== What you will do ==
Go through the data below. Pull out every line that has the word "release".

"""

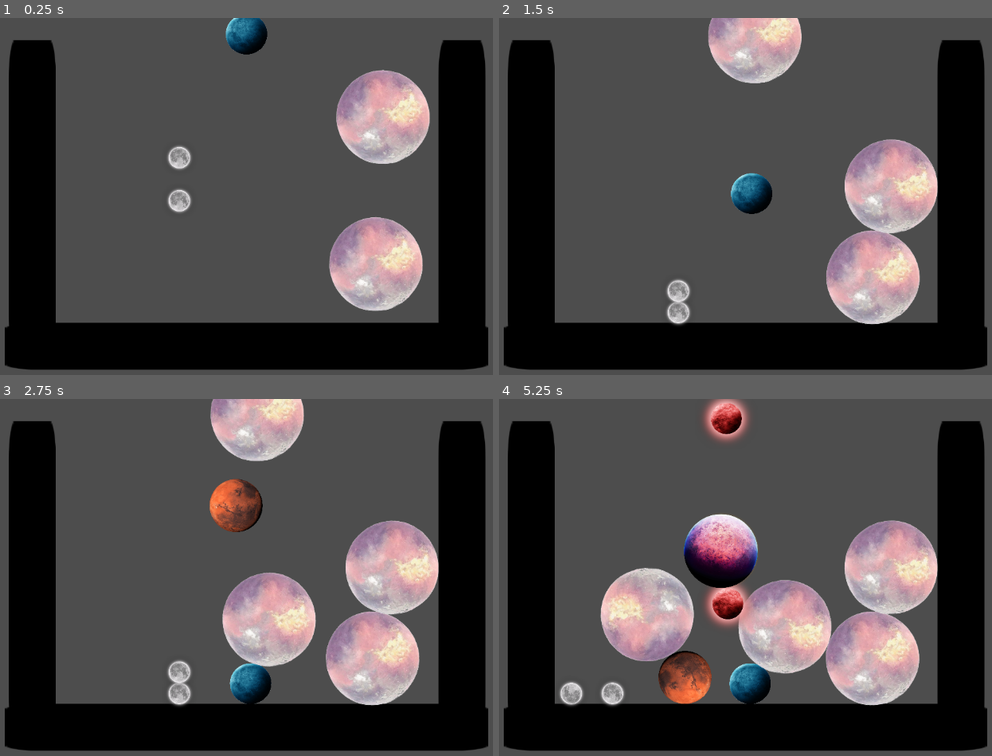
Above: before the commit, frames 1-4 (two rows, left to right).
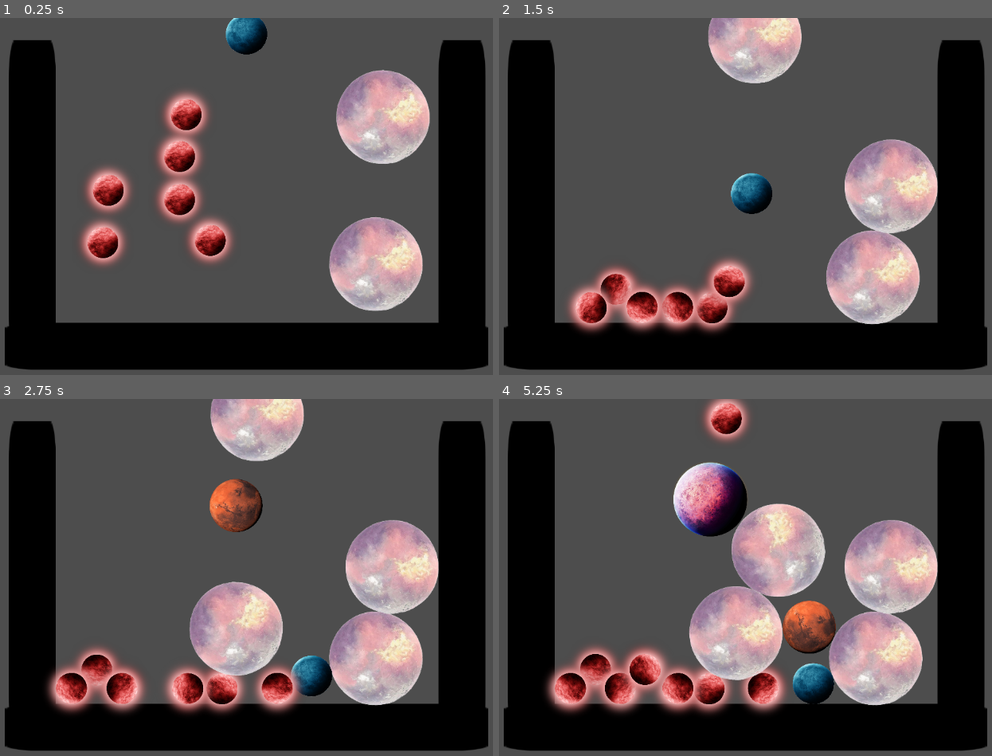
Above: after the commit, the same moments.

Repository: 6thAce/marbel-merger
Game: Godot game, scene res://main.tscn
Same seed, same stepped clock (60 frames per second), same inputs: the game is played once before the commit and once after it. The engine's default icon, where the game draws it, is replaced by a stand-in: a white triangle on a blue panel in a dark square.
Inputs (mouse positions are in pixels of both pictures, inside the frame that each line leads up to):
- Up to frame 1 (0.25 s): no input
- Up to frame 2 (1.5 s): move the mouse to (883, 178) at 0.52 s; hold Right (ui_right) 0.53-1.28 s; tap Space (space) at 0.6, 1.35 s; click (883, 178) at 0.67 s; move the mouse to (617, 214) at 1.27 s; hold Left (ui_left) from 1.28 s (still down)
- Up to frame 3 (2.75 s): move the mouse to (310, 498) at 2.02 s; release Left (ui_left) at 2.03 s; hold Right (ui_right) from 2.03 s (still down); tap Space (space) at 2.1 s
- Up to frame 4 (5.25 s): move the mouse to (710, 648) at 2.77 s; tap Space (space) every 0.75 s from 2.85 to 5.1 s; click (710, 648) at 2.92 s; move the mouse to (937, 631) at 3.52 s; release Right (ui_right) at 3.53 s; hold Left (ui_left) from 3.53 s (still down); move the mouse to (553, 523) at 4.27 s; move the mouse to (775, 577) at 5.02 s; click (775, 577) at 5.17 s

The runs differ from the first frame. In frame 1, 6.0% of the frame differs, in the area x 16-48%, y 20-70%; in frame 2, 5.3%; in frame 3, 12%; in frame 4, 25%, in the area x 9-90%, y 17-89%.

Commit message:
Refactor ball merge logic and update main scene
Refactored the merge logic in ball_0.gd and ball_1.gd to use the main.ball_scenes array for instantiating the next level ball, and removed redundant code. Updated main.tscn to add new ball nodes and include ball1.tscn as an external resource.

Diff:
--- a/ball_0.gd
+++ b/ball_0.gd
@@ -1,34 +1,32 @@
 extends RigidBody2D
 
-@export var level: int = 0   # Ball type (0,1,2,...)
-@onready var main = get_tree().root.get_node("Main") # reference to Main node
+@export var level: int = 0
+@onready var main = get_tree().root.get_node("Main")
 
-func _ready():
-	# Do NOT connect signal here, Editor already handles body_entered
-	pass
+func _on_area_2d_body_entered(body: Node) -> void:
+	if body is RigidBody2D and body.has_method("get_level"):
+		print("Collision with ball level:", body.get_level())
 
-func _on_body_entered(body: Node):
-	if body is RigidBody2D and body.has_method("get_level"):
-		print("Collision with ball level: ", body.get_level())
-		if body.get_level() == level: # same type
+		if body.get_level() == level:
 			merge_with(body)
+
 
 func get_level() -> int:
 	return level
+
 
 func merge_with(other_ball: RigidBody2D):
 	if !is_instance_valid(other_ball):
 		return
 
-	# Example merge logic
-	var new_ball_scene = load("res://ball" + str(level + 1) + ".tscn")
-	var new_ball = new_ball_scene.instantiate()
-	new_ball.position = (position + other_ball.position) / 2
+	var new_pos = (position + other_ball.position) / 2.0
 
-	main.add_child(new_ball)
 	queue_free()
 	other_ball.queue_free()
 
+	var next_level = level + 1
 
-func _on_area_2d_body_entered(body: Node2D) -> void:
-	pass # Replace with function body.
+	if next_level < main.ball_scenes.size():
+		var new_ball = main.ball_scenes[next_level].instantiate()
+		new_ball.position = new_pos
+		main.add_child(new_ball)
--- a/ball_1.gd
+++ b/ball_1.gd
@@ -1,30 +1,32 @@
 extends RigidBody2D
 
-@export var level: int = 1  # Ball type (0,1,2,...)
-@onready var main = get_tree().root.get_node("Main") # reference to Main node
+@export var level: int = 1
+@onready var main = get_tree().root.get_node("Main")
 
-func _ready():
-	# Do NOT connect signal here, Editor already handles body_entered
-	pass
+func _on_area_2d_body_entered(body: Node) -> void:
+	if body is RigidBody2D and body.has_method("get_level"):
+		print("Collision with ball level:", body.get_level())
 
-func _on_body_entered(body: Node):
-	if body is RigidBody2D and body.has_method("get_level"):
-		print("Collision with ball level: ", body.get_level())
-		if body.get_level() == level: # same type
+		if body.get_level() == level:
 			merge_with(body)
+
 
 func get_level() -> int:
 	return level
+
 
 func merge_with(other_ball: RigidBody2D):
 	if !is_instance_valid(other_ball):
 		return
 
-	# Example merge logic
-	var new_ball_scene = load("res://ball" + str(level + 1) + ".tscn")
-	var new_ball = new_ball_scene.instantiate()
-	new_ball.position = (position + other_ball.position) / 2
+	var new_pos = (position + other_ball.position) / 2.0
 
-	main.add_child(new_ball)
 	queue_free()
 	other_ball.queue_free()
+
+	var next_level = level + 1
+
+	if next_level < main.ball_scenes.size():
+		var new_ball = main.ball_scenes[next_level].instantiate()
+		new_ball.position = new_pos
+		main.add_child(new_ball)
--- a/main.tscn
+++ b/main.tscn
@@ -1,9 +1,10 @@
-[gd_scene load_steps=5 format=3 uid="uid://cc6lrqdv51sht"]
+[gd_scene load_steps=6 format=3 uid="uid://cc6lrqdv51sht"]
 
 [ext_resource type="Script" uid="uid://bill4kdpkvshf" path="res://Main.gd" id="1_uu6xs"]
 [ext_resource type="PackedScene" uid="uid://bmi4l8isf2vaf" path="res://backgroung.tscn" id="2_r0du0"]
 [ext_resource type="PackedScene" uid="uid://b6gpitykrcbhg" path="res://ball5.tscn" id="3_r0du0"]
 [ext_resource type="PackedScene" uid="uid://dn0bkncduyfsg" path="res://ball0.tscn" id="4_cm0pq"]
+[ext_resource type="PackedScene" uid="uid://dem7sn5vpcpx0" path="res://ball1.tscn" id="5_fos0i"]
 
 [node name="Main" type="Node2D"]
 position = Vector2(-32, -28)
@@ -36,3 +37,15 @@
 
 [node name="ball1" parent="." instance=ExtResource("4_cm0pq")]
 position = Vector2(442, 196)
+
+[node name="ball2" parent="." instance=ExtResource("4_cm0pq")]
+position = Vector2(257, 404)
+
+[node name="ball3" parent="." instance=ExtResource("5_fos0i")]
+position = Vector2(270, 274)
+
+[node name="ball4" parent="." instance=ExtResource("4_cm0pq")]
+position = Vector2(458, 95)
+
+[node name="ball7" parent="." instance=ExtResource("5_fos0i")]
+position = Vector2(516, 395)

"""
"""

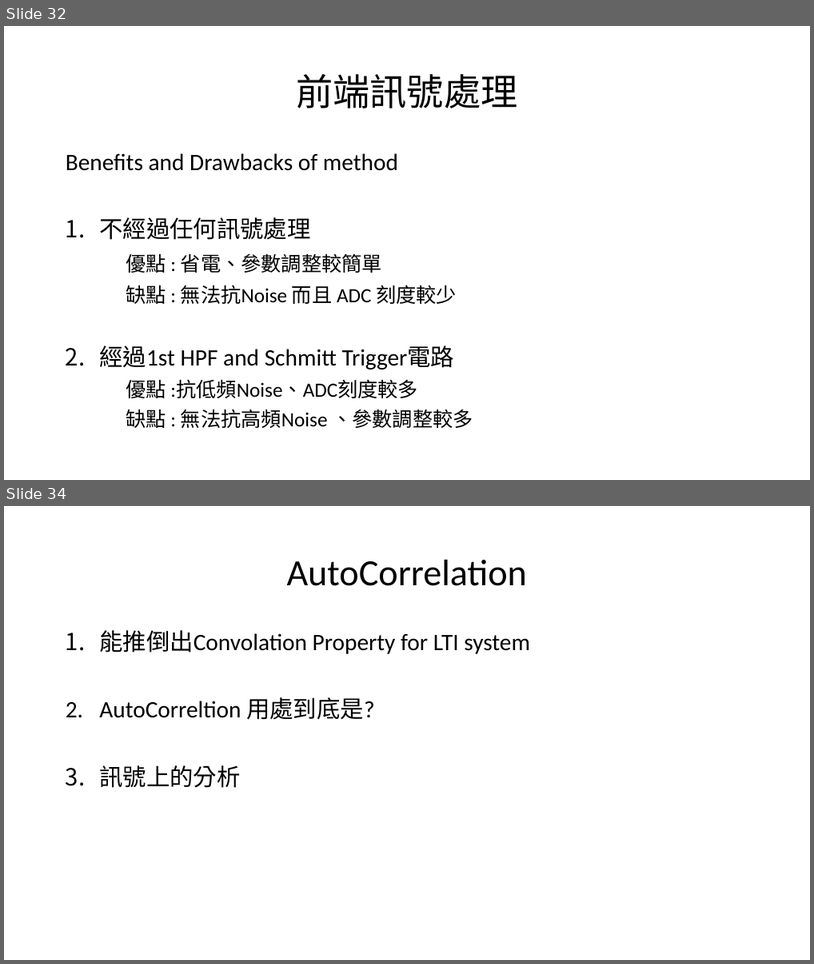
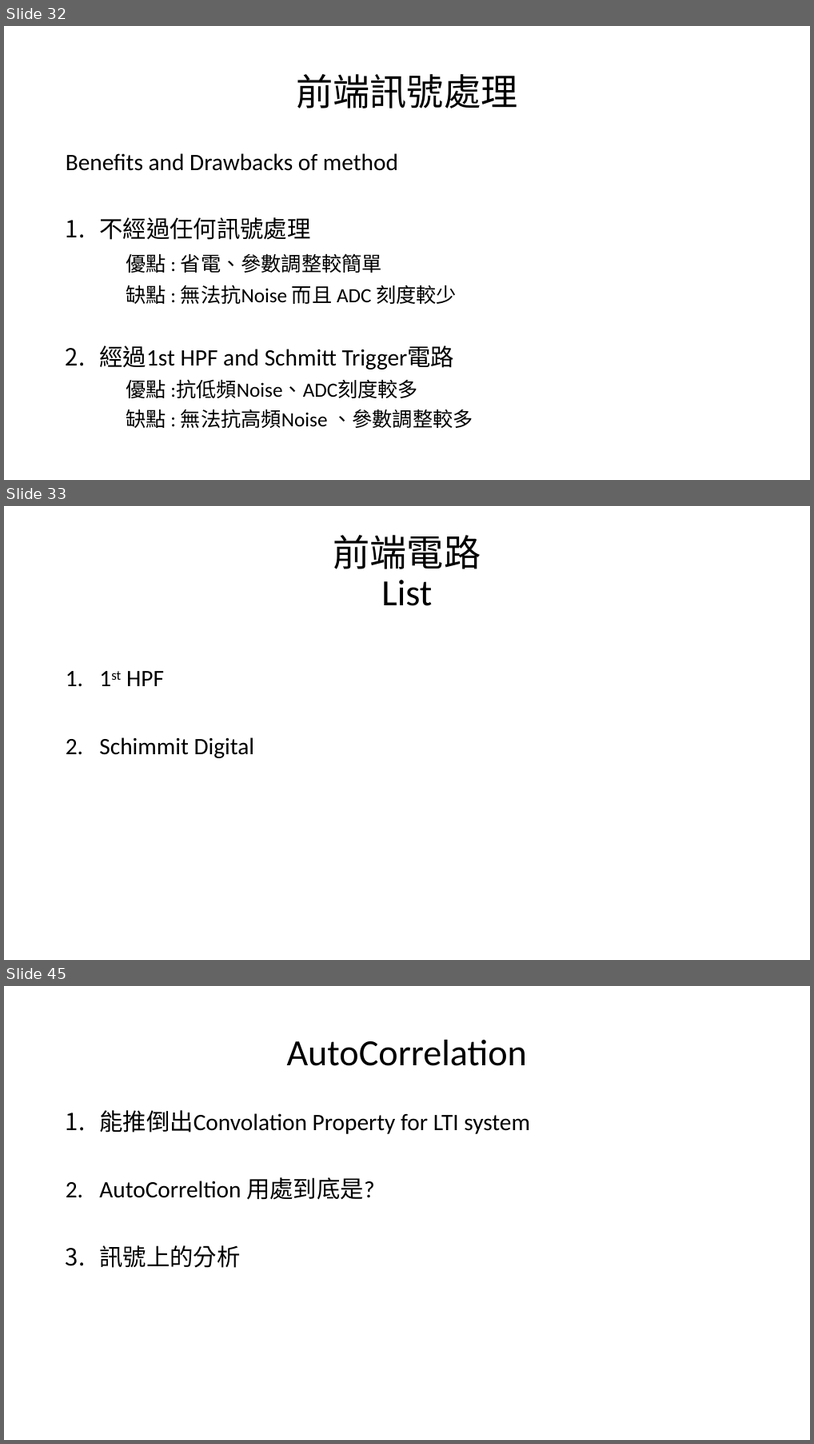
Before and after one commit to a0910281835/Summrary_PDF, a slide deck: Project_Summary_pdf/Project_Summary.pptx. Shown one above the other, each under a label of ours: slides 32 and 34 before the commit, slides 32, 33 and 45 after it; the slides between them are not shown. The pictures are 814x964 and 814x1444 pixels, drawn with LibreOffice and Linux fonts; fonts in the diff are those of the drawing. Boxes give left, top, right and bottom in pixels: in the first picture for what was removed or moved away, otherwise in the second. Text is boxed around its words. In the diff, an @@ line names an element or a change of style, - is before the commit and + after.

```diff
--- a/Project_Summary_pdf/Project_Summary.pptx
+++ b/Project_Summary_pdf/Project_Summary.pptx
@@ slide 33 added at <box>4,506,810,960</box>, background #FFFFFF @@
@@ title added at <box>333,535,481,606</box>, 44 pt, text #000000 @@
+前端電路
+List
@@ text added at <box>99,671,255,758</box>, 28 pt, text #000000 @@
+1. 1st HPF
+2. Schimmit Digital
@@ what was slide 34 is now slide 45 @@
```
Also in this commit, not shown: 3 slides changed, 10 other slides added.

"""

== Finished exercise ==
- Up to frame 3 (2.75 s): move the mouse to (310, 498) at 2.02 s; release Left (ui_left) at 2.03 s; hold Right (ui_right) from 2.03 s (still down); tap Space (space) at 2.1 s
- Up to frame 4 (5.25 s): move the mouse to (710, 648) at 2.77 s; tap Space (space) every 0.75 s from 2.85 to 5.1 s; click (710, 648) at 2.92 s; move the mouse to (937, 631) at 3.52 s; release Right (ui_right) at 3.53 s; hold Left (ui_left) from 3.53 s (still down); move the mouse to (553, 523) at 4.27 s; move the mouse to (775, 577) at 5.02 s; click (775, 577) at 5.17 s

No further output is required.